Stored data section start

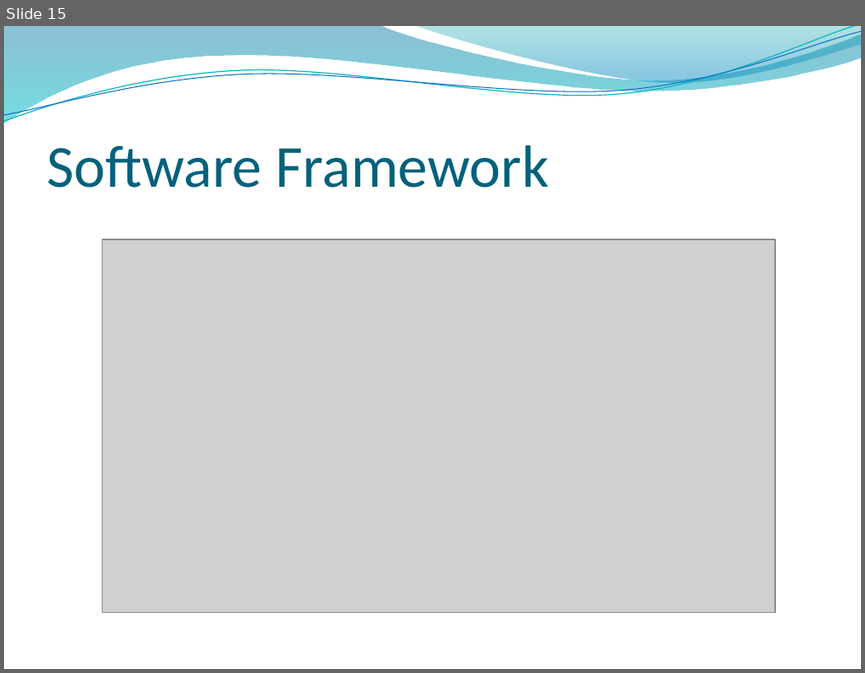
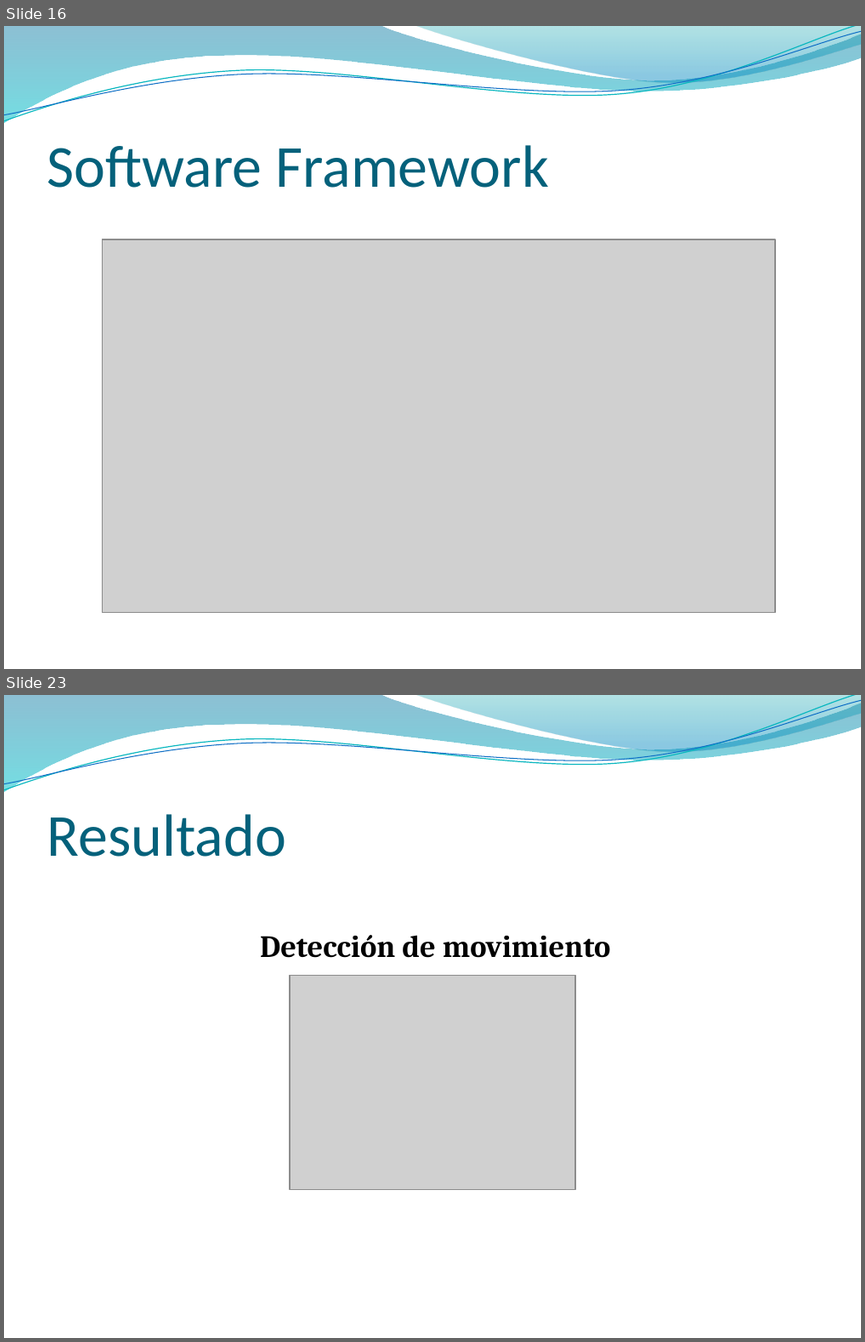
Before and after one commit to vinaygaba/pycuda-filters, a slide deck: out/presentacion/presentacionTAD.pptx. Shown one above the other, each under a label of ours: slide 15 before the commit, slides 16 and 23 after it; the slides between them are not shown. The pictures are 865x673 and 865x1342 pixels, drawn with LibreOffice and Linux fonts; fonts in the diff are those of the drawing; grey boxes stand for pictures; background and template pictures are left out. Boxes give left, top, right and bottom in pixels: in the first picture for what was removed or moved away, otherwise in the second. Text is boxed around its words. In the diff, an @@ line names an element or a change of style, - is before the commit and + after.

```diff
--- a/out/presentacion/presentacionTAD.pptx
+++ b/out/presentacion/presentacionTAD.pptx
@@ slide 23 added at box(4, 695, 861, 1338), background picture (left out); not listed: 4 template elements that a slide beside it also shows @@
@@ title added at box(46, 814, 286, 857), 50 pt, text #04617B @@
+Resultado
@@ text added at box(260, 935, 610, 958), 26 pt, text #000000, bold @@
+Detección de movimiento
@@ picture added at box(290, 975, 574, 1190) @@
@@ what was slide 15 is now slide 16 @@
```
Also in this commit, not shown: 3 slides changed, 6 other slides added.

Stored data section end
Stored data section start

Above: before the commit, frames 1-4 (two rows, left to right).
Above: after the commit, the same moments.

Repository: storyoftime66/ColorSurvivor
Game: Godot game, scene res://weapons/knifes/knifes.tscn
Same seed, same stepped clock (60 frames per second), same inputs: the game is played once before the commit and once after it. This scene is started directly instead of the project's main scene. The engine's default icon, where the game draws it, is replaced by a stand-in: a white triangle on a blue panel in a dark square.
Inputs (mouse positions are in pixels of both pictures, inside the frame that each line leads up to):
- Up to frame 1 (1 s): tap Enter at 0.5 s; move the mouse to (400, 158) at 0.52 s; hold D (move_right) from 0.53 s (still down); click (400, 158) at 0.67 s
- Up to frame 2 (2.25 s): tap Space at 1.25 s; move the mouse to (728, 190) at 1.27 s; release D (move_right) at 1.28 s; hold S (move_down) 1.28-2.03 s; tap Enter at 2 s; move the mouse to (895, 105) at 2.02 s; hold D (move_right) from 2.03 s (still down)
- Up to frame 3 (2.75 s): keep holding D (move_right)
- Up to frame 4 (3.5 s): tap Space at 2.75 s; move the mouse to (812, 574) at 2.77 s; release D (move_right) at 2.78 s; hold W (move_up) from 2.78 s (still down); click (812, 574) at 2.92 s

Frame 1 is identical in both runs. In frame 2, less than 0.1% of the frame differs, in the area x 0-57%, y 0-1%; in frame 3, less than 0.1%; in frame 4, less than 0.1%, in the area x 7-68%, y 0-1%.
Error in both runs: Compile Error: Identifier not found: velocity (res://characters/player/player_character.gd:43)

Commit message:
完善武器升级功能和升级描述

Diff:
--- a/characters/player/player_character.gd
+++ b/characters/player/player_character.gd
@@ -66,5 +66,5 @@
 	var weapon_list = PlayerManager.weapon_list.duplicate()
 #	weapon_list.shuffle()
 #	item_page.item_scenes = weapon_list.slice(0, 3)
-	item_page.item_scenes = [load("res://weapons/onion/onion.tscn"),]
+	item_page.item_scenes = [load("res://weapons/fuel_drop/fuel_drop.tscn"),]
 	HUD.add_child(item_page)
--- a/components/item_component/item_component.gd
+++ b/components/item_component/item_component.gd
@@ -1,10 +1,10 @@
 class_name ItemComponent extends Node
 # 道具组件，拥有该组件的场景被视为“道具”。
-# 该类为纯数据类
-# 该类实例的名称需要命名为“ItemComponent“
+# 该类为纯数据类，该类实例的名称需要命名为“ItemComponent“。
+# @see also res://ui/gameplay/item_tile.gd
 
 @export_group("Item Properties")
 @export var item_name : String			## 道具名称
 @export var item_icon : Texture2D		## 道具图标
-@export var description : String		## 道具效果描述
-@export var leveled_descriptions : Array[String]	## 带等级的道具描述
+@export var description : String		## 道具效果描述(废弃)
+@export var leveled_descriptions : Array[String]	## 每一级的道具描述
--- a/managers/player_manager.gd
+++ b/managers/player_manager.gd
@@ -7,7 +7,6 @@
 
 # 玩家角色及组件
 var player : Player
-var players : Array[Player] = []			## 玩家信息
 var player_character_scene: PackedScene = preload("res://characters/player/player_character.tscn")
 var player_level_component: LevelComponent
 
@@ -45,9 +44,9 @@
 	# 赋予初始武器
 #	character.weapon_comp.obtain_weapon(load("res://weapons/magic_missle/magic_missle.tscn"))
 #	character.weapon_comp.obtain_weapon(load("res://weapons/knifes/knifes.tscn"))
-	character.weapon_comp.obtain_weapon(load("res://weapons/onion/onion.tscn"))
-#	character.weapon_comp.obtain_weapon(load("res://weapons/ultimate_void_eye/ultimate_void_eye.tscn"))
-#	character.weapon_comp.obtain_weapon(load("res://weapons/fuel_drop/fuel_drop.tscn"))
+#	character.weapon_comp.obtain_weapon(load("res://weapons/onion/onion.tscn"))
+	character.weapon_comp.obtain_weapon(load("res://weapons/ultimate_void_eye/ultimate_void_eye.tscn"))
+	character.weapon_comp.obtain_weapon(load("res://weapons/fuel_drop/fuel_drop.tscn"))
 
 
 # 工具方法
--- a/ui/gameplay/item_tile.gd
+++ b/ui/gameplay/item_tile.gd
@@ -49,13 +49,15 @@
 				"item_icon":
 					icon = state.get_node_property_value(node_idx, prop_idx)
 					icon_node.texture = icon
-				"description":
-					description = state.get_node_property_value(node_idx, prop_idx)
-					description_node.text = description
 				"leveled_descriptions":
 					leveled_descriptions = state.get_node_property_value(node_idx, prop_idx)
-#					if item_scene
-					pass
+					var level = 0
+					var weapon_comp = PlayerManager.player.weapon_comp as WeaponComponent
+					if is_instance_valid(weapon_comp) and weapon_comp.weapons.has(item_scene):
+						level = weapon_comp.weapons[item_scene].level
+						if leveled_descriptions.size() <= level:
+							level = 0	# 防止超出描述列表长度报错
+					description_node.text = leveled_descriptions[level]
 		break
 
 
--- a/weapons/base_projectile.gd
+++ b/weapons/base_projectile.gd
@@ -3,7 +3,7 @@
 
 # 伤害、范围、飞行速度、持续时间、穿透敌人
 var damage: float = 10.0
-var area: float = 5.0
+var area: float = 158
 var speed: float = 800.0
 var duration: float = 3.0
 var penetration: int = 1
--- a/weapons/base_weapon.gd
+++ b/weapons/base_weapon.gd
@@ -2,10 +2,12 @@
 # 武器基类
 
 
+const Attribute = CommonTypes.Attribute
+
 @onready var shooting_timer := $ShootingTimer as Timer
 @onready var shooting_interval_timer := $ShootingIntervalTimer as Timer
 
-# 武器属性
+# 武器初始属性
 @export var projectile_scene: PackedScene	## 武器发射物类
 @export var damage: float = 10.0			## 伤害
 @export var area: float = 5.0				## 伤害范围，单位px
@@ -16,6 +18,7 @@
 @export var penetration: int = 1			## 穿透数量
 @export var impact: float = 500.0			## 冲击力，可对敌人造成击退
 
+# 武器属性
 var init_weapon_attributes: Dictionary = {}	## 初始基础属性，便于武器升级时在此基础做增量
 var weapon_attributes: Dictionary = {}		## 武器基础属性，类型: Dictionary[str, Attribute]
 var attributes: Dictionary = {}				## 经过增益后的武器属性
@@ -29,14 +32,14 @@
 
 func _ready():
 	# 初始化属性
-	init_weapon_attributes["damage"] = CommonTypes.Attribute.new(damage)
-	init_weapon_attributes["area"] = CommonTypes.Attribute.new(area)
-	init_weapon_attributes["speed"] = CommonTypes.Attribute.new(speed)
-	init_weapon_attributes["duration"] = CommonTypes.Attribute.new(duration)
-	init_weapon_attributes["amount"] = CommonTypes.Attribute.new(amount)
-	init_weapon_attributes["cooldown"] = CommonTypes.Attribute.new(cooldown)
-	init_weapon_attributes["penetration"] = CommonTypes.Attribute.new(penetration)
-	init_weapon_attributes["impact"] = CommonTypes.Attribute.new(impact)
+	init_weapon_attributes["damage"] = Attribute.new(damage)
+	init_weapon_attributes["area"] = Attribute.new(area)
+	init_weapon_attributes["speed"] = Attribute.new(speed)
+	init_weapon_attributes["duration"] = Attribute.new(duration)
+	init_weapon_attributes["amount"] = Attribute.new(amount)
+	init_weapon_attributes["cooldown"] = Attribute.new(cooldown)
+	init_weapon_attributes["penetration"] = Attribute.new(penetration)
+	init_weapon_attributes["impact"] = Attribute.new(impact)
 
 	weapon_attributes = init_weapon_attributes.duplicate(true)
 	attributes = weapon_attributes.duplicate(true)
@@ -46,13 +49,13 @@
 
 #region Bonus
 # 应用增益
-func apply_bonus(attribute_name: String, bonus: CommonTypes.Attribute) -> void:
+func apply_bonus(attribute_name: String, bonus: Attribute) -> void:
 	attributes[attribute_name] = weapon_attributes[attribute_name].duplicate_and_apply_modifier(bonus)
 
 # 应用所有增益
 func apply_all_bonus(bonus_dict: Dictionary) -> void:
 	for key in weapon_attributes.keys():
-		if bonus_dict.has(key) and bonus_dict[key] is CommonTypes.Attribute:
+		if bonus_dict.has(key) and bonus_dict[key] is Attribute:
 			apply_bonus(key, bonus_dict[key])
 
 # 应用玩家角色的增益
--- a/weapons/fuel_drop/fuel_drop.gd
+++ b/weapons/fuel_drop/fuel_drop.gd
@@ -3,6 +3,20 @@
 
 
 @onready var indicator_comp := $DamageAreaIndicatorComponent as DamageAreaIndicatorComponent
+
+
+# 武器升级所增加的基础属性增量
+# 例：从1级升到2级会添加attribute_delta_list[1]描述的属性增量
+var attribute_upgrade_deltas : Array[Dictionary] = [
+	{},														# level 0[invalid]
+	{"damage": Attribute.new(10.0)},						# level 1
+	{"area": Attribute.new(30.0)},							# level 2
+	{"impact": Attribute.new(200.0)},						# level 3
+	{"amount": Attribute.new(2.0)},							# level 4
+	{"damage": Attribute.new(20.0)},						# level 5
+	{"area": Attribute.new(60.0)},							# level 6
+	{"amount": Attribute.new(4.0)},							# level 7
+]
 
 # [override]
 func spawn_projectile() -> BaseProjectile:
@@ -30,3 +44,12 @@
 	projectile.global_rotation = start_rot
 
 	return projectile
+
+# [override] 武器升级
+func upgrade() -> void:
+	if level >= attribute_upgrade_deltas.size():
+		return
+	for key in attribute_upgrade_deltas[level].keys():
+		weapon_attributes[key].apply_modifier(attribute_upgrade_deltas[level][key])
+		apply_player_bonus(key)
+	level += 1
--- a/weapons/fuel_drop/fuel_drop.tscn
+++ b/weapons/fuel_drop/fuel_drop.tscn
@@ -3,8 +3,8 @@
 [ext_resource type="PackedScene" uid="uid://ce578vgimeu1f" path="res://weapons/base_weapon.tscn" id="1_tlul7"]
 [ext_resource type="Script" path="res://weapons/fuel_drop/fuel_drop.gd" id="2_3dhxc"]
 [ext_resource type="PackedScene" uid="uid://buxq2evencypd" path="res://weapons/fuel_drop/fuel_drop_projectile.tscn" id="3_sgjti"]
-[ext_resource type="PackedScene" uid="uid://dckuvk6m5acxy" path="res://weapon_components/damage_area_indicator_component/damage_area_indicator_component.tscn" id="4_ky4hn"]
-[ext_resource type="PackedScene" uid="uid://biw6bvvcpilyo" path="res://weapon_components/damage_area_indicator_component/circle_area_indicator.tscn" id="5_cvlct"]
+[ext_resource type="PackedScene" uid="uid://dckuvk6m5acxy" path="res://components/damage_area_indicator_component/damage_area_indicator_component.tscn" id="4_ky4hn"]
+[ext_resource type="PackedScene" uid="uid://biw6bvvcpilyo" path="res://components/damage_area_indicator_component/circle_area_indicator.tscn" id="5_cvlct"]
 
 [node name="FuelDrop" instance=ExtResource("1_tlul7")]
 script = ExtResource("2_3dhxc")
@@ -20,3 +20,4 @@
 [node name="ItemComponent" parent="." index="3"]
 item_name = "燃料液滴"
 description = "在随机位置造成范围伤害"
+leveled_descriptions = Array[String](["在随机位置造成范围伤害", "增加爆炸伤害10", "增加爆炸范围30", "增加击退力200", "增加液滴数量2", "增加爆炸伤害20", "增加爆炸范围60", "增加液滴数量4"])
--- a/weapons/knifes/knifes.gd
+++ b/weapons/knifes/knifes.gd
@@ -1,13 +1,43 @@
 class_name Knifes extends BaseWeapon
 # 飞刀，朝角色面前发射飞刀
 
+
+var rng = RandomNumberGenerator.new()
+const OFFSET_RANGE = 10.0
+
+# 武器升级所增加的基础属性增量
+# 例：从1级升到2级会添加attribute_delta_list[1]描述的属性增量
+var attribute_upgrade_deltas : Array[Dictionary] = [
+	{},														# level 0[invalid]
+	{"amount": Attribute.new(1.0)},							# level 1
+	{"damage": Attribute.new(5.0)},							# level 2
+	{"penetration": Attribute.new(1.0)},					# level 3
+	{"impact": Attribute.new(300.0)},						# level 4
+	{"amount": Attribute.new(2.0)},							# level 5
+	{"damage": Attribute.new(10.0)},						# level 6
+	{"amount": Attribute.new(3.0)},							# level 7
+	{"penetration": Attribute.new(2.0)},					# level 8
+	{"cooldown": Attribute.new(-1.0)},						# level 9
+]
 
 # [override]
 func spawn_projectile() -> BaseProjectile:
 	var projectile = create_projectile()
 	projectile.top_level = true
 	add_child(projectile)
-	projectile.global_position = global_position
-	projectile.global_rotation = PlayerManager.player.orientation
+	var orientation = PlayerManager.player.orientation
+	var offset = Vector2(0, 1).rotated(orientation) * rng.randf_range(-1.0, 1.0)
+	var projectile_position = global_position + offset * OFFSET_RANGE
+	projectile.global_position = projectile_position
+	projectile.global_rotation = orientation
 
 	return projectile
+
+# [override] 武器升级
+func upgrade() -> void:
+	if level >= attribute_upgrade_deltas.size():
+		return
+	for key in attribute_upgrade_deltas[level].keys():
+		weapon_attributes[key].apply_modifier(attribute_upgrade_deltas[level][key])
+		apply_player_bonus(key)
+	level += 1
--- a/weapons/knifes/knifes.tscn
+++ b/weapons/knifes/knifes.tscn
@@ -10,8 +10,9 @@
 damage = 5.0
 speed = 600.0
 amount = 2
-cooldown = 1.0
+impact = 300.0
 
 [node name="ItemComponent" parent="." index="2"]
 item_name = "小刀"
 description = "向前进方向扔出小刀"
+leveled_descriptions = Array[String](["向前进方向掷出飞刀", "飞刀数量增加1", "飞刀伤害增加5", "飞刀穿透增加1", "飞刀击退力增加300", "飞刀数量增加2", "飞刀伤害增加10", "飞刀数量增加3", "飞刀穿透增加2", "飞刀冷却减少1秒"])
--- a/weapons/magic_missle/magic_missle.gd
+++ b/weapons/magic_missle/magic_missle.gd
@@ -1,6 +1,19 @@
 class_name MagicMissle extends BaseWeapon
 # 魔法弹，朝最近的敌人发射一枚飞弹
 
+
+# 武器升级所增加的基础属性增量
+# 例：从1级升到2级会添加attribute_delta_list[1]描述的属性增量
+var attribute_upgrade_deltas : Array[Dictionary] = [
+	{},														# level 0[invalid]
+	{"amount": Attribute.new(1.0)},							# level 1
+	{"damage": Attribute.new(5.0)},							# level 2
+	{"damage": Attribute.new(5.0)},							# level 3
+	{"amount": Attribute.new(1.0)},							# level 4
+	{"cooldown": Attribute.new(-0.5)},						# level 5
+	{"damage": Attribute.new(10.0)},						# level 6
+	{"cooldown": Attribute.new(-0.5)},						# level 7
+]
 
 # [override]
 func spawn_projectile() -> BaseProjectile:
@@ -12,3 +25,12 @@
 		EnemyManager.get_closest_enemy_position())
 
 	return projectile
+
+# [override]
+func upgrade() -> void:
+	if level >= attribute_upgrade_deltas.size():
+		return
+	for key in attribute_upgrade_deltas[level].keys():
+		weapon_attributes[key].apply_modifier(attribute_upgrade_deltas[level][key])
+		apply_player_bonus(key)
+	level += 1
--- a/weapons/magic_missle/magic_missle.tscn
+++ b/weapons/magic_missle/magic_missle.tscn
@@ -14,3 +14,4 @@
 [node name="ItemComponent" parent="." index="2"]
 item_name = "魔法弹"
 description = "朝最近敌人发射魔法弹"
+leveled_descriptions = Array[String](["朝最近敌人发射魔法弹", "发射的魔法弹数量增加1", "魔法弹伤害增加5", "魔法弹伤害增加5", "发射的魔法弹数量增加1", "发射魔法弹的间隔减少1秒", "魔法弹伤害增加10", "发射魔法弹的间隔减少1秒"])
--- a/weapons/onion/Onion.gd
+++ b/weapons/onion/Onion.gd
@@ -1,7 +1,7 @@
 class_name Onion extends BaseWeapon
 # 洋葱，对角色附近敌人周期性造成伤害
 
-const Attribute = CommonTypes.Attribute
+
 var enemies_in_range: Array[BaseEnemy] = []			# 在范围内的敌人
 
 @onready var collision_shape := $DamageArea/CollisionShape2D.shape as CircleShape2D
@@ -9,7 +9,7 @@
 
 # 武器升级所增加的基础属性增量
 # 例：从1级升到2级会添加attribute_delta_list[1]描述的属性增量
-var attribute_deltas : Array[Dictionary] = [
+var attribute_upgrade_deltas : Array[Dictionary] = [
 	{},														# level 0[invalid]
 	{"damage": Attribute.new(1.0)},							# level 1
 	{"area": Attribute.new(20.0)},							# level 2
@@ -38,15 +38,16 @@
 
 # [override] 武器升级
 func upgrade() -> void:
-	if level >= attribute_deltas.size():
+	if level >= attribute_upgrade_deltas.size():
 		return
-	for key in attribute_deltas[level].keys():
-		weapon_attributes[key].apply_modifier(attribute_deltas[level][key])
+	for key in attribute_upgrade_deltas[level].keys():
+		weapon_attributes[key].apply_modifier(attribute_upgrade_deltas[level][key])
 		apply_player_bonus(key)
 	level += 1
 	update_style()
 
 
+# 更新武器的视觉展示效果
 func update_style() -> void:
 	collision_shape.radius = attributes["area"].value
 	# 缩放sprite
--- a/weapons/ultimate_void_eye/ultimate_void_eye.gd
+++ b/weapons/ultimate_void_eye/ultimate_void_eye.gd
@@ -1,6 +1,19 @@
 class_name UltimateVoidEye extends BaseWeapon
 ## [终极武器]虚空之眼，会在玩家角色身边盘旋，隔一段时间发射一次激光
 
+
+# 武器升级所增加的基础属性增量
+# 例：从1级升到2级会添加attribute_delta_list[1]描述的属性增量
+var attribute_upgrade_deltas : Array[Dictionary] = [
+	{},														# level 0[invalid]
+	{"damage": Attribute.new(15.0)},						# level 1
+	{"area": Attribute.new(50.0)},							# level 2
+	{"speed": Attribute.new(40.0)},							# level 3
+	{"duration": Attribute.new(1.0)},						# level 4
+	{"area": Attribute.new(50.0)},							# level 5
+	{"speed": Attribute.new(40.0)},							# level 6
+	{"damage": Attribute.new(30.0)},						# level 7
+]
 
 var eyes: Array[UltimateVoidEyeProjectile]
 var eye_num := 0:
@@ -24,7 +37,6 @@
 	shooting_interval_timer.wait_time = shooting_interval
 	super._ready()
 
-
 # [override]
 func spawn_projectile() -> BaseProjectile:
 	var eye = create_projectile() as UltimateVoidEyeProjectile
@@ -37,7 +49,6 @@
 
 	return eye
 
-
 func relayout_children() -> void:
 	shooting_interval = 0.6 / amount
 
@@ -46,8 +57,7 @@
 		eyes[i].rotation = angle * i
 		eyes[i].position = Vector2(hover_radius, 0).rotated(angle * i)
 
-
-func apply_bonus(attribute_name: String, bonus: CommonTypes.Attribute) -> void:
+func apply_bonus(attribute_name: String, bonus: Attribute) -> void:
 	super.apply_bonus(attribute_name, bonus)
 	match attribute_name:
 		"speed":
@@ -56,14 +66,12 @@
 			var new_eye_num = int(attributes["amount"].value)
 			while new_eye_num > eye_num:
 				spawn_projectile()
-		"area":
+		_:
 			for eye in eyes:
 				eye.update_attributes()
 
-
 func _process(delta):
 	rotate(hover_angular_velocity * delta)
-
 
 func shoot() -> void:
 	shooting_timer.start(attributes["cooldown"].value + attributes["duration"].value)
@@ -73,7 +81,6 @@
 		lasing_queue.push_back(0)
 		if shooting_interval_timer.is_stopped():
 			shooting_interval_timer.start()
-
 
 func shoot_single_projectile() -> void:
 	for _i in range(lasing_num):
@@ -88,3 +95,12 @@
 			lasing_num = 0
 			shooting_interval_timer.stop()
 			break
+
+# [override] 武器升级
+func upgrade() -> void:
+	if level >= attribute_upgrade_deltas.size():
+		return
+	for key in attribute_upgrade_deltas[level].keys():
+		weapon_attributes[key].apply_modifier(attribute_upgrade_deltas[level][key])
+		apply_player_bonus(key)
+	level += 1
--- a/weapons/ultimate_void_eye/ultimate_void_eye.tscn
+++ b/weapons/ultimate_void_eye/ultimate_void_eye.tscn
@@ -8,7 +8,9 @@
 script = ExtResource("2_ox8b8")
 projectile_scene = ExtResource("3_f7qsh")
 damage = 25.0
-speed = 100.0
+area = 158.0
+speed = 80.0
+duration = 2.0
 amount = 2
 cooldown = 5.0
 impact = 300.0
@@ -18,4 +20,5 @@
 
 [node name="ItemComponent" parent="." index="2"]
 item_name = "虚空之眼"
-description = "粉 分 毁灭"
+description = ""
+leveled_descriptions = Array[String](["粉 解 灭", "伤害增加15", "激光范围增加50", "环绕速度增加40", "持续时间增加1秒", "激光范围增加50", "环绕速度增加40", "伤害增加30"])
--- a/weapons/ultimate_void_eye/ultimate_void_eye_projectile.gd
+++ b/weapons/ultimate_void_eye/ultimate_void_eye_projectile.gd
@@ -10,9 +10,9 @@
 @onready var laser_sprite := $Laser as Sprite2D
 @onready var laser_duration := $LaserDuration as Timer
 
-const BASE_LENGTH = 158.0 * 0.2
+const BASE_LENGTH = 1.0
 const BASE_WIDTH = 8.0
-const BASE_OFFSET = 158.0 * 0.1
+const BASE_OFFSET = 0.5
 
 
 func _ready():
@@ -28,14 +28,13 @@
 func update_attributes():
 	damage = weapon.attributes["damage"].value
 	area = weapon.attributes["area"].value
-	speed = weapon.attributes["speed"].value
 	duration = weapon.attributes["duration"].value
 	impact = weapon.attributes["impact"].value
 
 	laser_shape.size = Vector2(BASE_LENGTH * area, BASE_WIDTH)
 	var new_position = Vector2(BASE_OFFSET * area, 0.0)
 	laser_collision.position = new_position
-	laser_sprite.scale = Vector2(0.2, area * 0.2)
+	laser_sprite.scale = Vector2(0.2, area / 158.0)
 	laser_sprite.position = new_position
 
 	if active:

Stored data section end

Problem details: List each line of the records that holds the string "scale".

Response:
-	laser_sprite.scale = Vector2(0.2, area * 0.2)
+	laser_sprite.scale = Vector2(0.2, area / 158.0)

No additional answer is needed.